Sympetrum fonscolombii (Red-veined Darter / Kırmızdamarlı Yusufcuk) [Freshly emerged Female/Genç Dişi] from Bornova, İzmir - 25.06.2009.
The male's gaudy appearance and active behaviour is quite different from its more restful and subdued congeners. A strong migrant, erratic influxes are seen in northern Europe in early summer, when other Sympetrum are only beginning to emerge.

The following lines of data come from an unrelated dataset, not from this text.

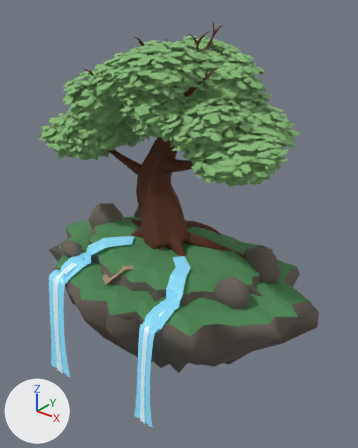
The FBX model apps/life-tree-unity/Assets/Art/Generated/生命樹庭園.fbx: old version first, new version second.
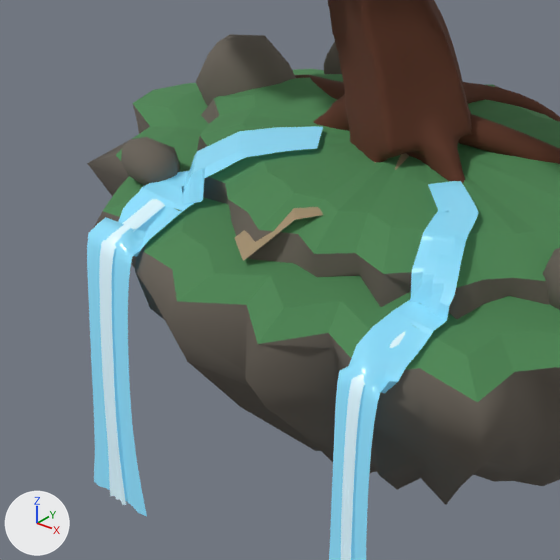
There are two pictures of each version: one whole from a 50 mm lens placed at (7.5, -8.91, 6.13), pointed at (0.3, 0.08, 0.55), one close up on the part from 5% to 61% of the width and 43% to 88% of the height. Every picture has the same lights, and +X, +Y and +Z are marked at lower left. The last two pictures show the newer version. Where no turn or scale is listed for an object, it has been applied to the vertices. Vertices at exactly the same position are counted once.

The first close-up shows '中央島_岩塊_01', '中央島_岩塊_05', '主幹', '垂根_01', '垂根_02', '水沫內光_中央右', '水沫內光_中央左', '浮島_中央生命島', '溪流_中央右', '溪流_中央左', '瀑布_中央右', '瀑布_中央左' and 4 more.
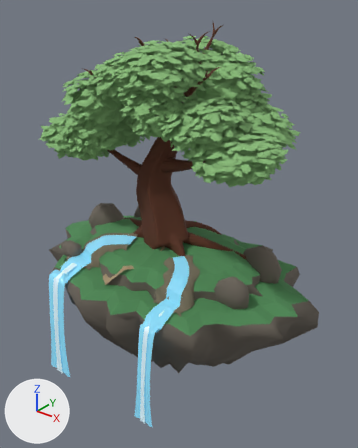
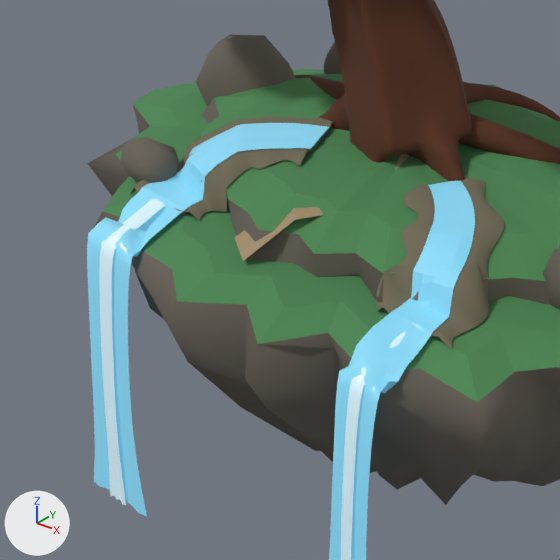
What differs and where, as boxes [x1, y1, x2, y2] in the close-ups (560 x 560 px):
'溪流_中央右', reshaped: before [391, 181, 479, 335]; after [391, 181, 475, 335]
'溪流_中央左', reshaped: before [139, 126, 323, 211]; after [139, 123, 329, 211]
'溪岸_中央右_1', added: after [431, 177, 504, 351]
'溪岸_中央右_0', added: after [376, 184, 435, 313]
'溪岸_中央左_1', added: after [183, 149, 310, 221]
'溪岸_中央左_0', added: after [130, 116, 333, 195]
'河床_中央左', added (mostly hidden): after [174, 130, 330, 214]

Patch to the scene script:
```diff
--- a/apps/life-tree-unity/Assets/Art/Generated/生命樹庭園.fbx.py
+++ b/apps/life-tree-unity/Assets/Art/Generated/生命樹庭園.fbx.py
@@ mat_溪岸濕土 @@
+mat_溪岸濕土 = principled_material('溪岸濕土')
+mat_溪岸濕土.base_color = (0.18, 0.16, 0.105)  # dark yellow #766f5b
+mat_溪岸濕土.roughness = 0.98
@@ me_溪流_中央左 @@
 # used by ob_溪流_中央左; location = (0.0, 0.0, 0.0)
-me_溪流_中央左.from_pydata(...)  # 265 vertices, 208 faces; spans x -2.04..-0.57, y -1.76..-0.418, z -0.533..0.026
+me_溪流_中央左.from_pydata(...)  # 330 vertices, 260 faces; spans x -2.04..-0.626, y -1.76..-0.389, z -0.533..0.028
+# me_溪流_中央左 part 1: 260 vertices removed from x -2.038..-0.57, y -1.728..-0.418, z -0.503..0.026; 325 vertices added at x -2.038..-0.626, y -1.735..-0.389, z -0.504..0.028
 me_溪流_中央左.materials.append(mat_瀑布微光)
@@ me_溪流_中央右 @@
 # used by ob_溪流_中央右; location = (0.0, 0.0, 0.0)
-me_溪流_中央右.from_pydata(...)  # 255 vertices, 200 faces; spans x 0.691..1.67, y -1.83..-0.424, z -0.507..0.04
+me_溪流_中央右.from_pydata(...)  # 265 vertices, 208 faces; spans x 0.7..1.67, y -1.83..-0.419, z -0.507..0.039
+# me_溪流_中央右 part 2: 249 vertices removed from x 0.691..1.669, y -1.799..-0.424, z -0.487..0.04; 259 vertices added at x 0.7..1.669, y -1.812..-0.419, z -0.486..0.039
 me_溪流_中央右.materials.append(mat_瀑布微光)
@@ me_溪岸_中央左_0 @@
+me_溪岸_中央左_0.from_pydata(...)  # 198 vertices, 130 faces; spans x -2.23..-0.77, y -1.76..-0.18, z -0.62..0.05
+me_溪岸_中央左_0.materials.append(mat_溪岸濕土)  # dark yellow #766f5b
@@ me_溪岸_中央右_0 @@
+me_溪岸_中央右_0.from_pydata(...)  # 159 vertices, 104 faces; spans x 0.595..1.261, y -1.83..-0.66, z -0.522..0.061
+me_溪岸_中央右_0.materials.append(mat_溪岸濕土)  # dark yellow #766f5b
@@ me_河床_中央左 @@
+me_河床_中央左.from_pydata(...)  # 330 vertices, 260 faces; spans x -2.04..-0.626, y -1.76..-0.389, z -0.568..-0.007
+me_河床_中央左.materials.append(mat_溪岸濕土)  # dark yellow #766f5b
@@ me_溪岸_中央左_1 @@
+me_溪岸_中央左_1.from_pydata(...)  # 198 vertices, 130 faces; spans x -1.427..-0.546, y -1.76..-0.788, z -0.539..0.038
+me_溪岸_中央左_1.materials.append(mat_溪岸濕土)  # dark yellow #766f5b
@@ me_溪岸_中央右_1 @@
+me_溪岸_中央右_1.from_pydata(...)  # 159 vertices, 104 faces; spans x 0.85..1.89, y -1.83..-0.21, z -0.56..0.05
+me_溪岸_中央右_1.materials.append(mat_溪岸濕土)  # dark yellow #766f5b
@@ ob_溪岸_中央左_0 @@
+ob_溪岸_中央左_0 = bpy.data.objects.new('溪岸_中央左_0', me_溪岸_中央左_0)
+ob_溪岸_中央左_0.location = (0.0, 0.0, 0.0)
@@ ob_溪岸_中央右_0 @@
+ob_溪岸_中央右_0 = bpy.data.objects.new('溪岸_中央右_0', me_溪岸_中央右_0)
+ob_溪岸_中央右_0.location = (0.0, 0.0, 0.0)
@@ ob_河床_中央左 @@
+ob_河床_中央左 = bpy.data.objects.new('河床_中央左', me_河床_中央左)
+ob_河床_中央左.location = (0.0, 0.0, 0.0)
@@ ob_溪岸_中央左_1 @@
+ob_溪岸_中央左_1 = bpy.data.objects.new('溪岸_中央左_1', me_溪岸_中央左_1)
+ob_溪岸_中央左_1.location = (0.0, 0.0, 0.0)
@@ ob_溪岸_中央右_1 @@
+ob_溪岸_中央右_1 = bpy.data.objects.new('溪岸_中央右_1', me_溪岸_中央右_1)
+ob_溪岸_中央右_1.location = (0.0, 0.0, 0.0)
```

The wingtips of this species have small yellow-coloured pterostigma, edged with black, which distinguish it from the Common Darter (Sympetrum striolatum). S. fonscolombii belongs to the family Libellulidae, whose members are strong fliers often perching on exposed reeds from where they dart out to snatch prey. Adult red-veined darters are red (males) or yellow (females), showing beautiful saturated colours. Young animals may be greenish, with black stripes on the thorax and abdomen, while the definitive colours are not fully developed. Total body length is 33-40mm and the Abdomen length 22-29mm, Often confused with the Scarlet Darter (Crocothemis erythraea) because of the blue underside to eyes, yellow hindwing base, red coloration and active behaviour. However, that species is much broader-bodied and has no black on the face or legs. The female can be deceptively close to that of the Yellow-winged Darter (S. flaveolum), but the eye colour and vulvar scale –(a structure below 8th abdomen segment in females, along which the eggs leave the body, present in those species that do not oviposit into plant tissue)- are distinctive. Vulvar scale appressed, with broad U-shaped incision. The extent of hindwing patch is variable. Legs rarely all-black.
It ranges widely in warm parts of Africa and Asia. Resident and often common in the Mediterranean, but rare and irregular in the north. This strong migrant has been observed at sea and is the only libellulid on the Azores (Portuguese islands chain in the Atlantic Ocean). It prefers the warm, still waters, often open, bare and shallow, such as quarry lakes, sand pits, newly created ponds and coastal lagoons. Its life cycle is unlike other Sympetrum species, because the eggs develop rapidly after being laid, without a winter rest. It is observed throughout the year in the Mediterranean, though scarce from December to February.
References: 1. Chinery, M. (1986). Collins Guide to the Insects of Britain and Western Europe, Collins, Glasgow, 320 pp. 2. Dijkstra K.-D. (2006). Field Guide to the Dragonflies of Britain and Europe including Western Turkey and noth-Western Africa. British Wildlife Publishing, Dorset, UK. 320 pp. 3. Beaton, G. (2007). Dragonflies and Damselflies of Georgia and the Soustheast. University of Georgia Press, Athens, Georgia, 355 pp.